** AVAILABLE RECORDS follows **

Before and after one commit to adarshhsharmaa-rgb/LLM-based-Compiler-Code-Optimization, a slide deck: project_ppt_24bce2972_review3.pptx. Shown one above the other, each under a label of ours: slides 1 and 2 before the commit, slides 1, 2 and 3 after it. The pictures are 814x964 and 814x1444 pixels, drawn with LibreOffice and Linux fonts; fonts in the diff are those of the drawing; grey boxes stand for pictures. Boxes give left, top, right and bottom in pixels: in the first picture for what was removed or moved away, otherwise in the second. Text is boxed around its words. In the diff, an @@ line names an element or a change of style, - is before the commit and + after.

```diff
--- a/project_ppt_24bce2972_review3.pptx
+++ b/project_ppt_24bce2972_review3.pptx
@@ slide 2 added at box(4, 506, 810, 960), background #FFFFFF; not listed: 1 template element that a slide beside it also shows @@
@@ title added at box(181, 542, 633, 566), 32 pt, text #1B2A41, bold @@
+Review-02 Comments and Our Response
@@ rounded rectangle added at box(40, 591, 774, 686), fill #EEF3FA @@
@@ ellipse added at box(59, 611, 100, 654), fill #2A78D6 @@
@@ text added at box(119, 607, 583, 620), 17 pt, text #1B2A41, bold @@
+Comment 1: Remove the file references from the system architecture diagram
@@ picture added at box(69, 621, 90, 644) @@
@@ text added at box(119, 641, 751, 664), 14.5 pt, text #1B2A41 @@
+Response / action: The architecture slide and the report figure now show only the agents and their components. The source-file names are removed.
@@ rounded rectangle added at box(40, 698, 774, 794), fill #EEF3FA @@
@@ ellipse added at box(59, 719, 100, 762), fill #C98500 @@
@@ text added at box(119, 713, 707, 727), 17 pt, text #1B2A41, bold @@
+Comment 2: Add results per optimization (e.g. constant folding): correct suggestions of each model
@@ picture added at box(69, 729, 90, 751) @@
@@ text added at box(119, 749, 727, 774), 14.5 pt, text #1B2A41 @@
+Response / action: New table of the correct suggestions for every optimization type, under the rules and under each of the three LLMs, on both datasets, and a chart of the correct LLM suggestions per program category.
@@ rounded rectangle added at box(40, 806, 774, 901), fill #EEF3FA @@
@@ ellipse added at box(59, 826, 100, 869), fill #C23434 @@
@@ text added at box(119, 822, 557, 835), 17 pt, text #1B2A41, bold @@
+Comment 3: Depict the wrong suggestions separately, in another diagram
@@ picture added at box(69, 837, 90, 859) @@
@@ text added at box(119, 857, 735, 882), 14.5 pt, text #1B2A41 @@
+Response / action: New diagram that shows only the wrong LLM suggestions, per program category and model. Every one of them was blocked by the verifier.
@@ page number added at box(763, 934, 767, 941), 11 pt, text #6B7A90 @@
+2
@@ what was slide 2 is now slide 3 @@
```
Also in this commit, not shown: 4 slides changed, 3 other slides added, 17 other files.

** End of AVAILABLE RECORDS **
** AVAILABLE RECORDS follows **

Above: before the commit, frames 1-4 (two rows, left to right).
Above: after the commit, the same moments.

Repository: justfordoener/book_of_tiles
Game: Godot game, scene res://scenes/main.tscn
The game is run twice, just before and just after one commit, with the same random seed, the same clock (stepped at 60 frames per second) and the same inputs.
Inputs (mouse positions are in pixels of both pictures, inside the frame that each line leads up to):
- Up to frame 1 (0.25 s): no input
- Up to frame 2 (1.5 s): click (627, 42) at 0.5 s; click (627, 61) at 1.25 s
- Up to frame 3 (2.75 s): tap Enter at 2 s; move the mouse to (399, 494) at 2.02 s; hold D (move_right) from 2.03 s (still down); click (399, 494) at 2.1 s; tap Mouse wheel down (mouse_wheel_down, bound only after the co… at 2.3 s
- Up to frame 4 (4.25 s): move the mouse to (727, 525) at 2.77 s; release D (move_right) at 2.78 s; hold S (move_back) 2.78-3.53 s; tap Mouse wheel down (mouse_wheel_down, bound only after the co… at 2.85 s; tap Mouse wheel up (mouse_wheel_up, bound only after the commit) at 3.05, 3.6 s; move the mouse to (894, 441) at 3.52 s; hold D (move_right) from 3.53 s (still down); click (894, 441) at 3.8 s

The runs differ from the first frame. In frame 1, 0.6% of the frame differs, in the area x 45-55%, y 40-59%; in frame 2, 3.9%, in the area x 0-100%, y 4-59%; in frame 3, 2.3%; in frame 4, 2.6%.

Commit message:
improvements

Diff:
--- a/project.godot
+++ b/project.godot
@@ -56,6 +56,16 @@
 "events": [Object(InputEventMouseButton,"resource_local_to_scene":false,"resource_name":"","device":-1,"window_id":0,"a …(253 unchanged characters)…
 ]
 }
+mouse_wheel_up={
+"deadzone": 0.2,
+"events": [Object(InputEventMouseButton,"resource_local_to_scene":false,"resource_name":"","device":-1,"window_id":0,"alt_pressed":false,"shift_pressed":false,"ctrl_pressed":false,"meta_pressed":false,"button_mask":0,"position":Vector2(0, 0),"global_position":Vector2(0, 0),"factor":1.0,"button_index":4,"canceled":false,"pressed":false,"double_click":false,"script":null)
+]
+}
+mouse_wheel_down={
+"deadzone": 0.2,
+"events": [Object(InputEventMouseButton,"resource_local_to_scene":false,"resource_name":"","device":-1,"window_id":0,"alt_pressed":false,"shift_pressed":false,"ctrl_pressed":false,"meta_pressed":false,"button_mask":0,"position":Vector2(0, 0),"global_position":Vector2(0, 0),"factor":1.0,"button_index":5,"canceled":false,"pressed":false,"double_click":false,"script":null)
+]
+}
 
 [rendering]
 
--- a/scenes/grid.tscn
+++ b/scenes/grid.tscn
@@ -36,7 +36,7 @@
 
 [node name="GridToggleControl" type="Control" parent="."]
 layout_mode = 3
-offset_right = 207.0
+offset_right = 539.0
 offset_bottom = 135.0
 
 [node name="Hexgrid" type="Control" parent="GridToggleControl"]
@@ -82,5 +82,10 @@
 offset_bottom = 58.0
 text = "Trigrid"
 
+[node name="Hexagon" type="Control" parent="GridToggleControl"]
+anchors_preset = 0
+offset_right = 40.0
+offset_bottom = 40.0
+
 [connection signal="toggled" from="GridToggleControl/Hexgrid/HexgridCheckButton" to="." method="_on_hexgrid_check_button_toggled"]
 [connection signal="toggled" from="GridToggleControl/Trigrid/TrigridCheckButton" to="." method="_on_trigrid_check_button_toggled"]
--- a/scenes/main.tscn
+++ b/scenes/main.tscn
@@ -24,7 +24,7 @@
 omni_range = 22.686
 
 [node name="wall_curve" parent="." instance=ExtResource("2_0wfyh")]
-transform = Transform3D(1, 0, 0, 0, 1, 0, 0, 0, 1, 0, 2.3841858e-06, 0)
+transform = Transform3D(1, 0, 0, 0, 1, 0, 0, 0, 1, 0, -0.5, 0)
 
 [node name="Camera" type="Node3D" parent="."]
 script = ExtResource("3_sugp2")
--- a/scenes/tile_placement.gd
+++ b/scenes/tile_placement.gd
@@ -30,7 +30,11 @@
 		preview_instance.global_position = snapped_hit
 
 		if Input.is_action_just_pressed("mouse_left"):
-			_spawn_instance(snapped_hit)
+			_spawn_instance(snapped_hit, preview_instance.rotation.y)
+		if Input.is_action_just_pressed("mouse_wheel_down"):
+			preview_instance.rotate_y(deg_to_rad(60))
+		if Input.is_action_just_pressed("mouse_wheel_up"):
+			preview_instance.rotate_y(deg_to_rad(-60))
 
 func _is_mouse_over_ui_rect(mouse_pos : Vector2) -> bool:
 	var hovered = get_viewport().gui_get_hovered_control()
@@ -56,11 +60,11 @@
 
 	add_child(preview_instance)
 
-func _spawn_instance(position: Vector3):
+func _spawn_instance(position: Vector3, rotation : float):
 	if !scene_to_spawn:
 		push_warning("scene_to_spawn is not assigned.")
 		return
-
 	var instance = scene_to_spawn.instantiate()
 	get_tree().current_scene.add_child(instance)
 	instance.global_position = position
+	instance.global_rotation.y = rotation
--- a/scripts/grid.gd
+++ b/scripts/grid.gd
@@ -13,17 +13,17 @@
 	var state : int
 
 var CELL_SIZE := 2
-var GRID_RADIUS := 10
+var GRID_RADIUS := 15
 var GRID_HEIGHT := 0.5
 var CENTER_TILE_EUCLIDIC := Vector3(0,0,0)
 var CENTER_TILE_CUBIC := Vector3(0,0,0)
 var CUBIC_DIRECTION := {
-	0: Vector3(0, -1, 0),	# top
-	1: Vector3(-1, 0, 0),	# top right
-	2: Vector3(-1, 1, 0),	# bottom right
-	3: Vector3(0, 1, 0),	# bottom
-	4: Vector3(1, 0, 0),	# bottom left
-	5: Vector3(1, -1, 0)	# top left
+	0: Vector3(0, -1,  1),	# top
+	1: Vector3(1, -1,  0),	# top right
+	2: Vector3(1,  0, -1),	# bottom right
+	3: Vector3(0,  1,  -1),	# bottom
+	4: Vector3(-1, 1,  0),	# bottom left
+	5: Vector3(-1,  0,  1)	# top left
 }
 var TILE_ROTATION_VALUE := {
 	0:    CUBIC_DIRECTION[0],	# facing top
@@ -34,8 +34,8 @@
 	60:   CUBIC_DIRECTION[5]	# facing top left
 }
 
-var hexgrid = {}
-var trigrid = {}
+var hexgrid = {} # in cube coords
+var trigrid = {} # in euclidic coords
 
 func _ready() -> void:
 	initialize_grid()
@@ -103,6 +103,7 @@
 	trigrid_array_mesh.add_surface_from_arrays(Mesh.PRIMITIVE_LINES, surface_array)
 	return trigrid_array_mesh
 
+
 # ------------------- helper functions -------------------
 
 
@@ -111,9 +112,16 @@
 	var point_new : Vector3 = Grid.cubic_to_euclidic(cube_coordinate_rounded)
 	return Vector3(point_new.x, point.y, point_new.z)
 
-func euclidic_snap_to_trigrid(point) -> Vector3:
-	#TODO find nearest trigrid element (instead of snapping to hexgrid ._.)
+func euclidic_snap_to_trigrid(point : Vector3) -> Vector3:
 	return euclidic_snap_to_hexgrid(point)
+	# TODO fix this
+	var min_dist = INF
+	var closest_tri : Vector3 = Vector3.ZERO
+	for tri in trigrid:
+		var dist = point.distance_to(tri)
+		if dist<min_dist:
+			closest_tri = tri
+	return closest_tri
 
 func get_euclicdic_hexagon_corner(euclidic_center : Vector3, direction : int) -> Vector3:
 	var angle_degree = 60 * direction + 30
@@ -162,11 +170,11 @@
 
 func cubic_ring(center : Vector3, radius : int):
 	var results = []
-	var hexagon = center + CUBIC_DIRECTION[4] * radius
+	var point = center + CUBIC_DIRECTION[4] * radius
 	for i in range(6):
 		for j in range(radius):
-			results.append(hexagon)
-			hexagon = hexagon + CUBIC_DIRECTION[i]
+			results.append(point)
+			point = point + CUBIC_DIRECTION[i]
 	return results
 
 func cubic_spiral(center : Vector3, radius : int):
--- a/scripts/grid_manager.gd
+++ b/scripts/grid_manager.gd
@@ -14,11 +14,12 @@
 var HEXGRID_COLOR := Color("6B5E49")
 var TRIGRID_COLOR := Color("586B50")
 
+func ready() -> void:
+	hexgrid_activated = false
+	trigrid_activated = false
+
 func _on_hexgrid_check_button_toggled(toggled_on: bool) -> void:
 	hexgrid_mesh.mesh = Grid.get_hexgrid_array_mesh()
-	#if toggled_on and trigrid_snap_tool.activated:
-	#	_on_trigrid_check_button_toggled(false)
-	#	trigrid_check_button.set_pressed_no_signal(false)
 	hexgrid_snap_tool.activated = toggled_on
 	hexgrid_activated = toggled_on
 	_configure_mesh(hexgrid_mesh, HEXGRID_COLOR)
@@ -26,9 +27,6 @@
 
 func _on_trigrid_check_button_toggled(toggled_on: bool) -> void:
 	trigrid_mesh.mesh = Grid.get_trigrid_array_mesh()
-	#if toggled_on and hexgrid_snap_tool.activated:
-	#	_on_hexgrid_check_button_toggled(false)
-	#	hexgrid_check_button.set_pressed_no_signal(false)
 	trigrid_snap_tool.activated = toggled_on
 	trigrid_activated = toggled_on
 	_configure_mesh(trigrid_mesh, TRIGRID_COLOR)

** End of AVAILABLE RECORDS **

## WHAT IS NEEDED
What belongs in the answer is each line of the listing that contains the word "transform".

## SOLVED PROBLEM
-transform = Transform3D(1, 0, 0, 0, 1, 0, 0, 0, 1, 0, 2.3841858e-06, 0)
+transform = Transform3D(1, 0, 0, 0, 1, 0, 0, 0, 1, 0, -0.5, 0)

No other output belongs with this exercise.